[BMVC 2022] This is the official code of our Paper "Revisiting Self-Supervised Contrastive Learning for Facial Expression Recognition"
If you find our work useful in your research please consider citing our paper:
@inproceedings{Shu_2022_BMVC,
author = {Yuxuan Shu and Xiao Gu and Guang-Zhong Yang and Benny P L Lo},
title = {Revisiting Self-Supervised Contrastive Learning for Facial Expression Recognition},
booktitle = {33rd British Machine Vision Conference 2022, {BMVC} 2022, London, UK, November 21-24, 2022},
publisher = {{BMVA} Press},
year = {2022},
url = {https://bmvc2022.mpi-inf.mpg.de/0406.pdf}
}
The success of most advanced facial expression recognition works relies heavily on large-scale annotated datasets. However, it poses great challenges in acquiring clean and consistent annotations for facial expression datasets. On the other hand, self-supervised contrastive learning has gained great popularity due to its simple yet effective instance discrimination training strategy, which can potentially circumvent the annotation issue. Nevertheless, there remain inherent disadvantages of instance-level discrimination, which are even more challenging when faced with complicated facial representations. In this paper, we revisit the use of self-supervised contrastive learning and explore three core strategies to enforce expression-specific representations and to minimize the interference from other facial attributes, such as identity and face styling. Experimental results show that our proposed method outperforms the current state-of-the-art self-supervised learning methods, in terms of both categorical and dimensional facial expression recognition tasks.

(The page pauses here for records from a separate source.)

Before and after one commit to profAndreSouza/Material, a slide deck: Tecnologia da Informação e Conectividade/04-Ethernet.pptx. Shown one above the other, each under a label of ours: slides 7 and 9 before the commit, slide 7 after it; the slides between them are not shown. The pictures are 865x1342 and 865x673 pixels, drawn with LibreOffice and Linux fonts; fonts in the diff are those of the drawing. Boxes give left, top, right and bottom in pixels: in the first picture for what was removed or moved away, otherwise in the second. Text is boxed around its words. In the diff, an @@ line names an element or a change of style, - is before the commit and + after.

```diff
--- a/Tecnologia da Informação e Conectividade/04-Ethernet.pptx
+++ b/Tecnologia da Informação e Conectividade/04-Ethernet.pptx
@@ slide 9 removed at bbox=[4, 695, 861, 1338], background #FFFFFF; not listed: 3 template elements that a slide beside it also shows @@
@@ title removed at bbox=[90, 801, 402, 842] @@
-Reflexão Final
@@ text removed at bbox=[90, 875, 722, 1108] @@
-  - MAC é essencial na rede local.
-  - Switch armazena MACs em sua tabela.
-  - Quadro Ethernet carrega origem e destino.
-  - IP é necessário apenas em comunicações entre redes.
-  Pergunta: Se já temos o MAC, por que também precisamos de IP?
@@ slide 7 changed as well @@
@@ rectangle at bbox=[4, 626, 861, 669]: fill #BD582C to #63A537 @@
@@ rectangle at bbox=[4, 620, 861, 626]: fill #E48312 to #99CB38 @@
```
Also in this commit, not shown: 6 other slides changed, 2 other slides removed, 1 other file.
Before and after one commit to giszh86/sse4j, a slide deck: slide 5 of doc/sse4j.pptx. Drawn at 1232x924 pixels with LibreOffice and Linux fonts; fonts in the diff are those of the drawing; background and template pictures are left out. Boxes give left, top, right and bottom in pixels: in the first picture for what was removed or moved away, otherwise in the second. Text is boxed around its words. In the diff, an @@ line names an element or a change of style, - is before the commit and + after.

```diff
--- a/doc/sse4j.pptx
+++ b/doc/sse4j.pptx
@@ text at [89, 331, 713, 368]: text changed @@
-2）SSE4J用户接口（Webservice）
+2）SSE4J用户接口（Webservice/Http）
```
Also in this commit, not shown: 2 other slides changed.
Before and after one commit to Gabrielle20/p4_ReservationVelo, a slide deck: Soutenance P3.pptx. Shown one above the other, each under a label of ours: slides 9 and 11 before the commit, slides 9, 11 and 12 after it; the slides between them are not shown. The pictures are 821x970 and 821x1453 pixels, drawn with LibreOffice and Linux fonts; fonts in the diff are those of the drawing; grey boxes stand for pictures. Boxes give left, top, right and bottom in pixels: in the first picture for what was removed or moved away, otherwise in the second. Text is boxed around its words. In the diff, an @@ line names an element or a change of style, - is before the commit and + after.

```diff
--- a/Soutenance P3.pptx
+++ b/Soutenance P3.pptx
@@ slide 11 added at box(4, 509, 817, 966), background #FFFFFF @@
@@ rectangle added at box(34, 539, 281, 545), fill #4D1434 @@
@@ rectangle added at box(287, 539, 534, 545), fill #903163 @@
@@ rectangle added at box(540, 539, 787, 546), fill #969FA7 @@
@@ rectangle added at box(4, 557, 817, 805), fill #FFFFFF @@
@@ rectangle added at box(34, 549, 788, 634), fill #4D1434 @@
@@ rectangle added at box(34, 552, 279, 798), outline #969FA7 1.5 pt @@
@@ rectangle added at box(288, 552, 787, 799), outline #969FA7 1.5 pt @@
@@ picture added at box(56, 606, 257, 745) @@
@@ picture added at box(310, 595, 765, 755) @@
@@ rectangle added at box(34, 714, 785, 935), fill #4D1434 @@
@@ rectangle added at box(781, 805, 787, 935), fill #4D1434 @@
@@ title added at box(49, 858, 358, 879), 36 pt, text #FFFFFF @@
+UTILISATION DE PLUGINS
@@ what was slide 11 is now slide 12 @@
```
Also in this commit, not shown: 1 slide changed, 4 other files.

We explored three main promising solutions in Self-supervised learning-based Facial Expression Recognition (FER).
✔ TimeAug - We added additional temporal shifts to generate positive pairs.
✔ FaceSwap - We swapped between faces to get same expression on different faces with a low computational cost.
✔ HardNeg - We sampled with a larger time-interval to avoid identity-related shortcuts.
✔ MaskFN - We minimized the negative effects caused by false negatives using mouth-eye descriptors.
We pretrained on VoxCeleb1 dataset and evaluated on two Facial Expression Recognition datasets, AffectNet and FER2013. We further evaluated on a Face Recognition dataset, LFW. In our experiment, we used the released version provided by scikit-learn. The usage can be found here.
The code for evaluation can be found as follows:
- AffectNet & LFW: Code have been made available here - ClaudiaShu/EMO_AffectNet.
- FER2013: We follow usef-kh/fer for FER2013 evaluation.
Please download the Voxceleb dataset through: VoxCeleb
With MaskFN
python run_maskclr.py
With FaceSwap
python run_swapclr.py
Note:
We present our work separately in two streams for clarity. Both run_maskclr.py
and run_swapclr.py
have integrated with temporal sampling on positive augmentation and hard-negative pairs generation.
Please find the code for downstream evaluation here: AffectNet evaluation
.
├── data_aug
├── dataset
│ ├── vox1_frames.txt # vox1 frame information
├── models
│ ├── model_MLP.py # MLP layer
│ └── model_RES.py # backbone ResNet model
├── run_maskclr.py # run pretraining with maskFN
├── run_swapclr.py # run pretraining with FaceSwap
├── trainer_swapclr.py
└── trainer_swapclr.py
To run the script you'll need to install dlib (http://dlib.net) including its Python bindings, and OpenCV.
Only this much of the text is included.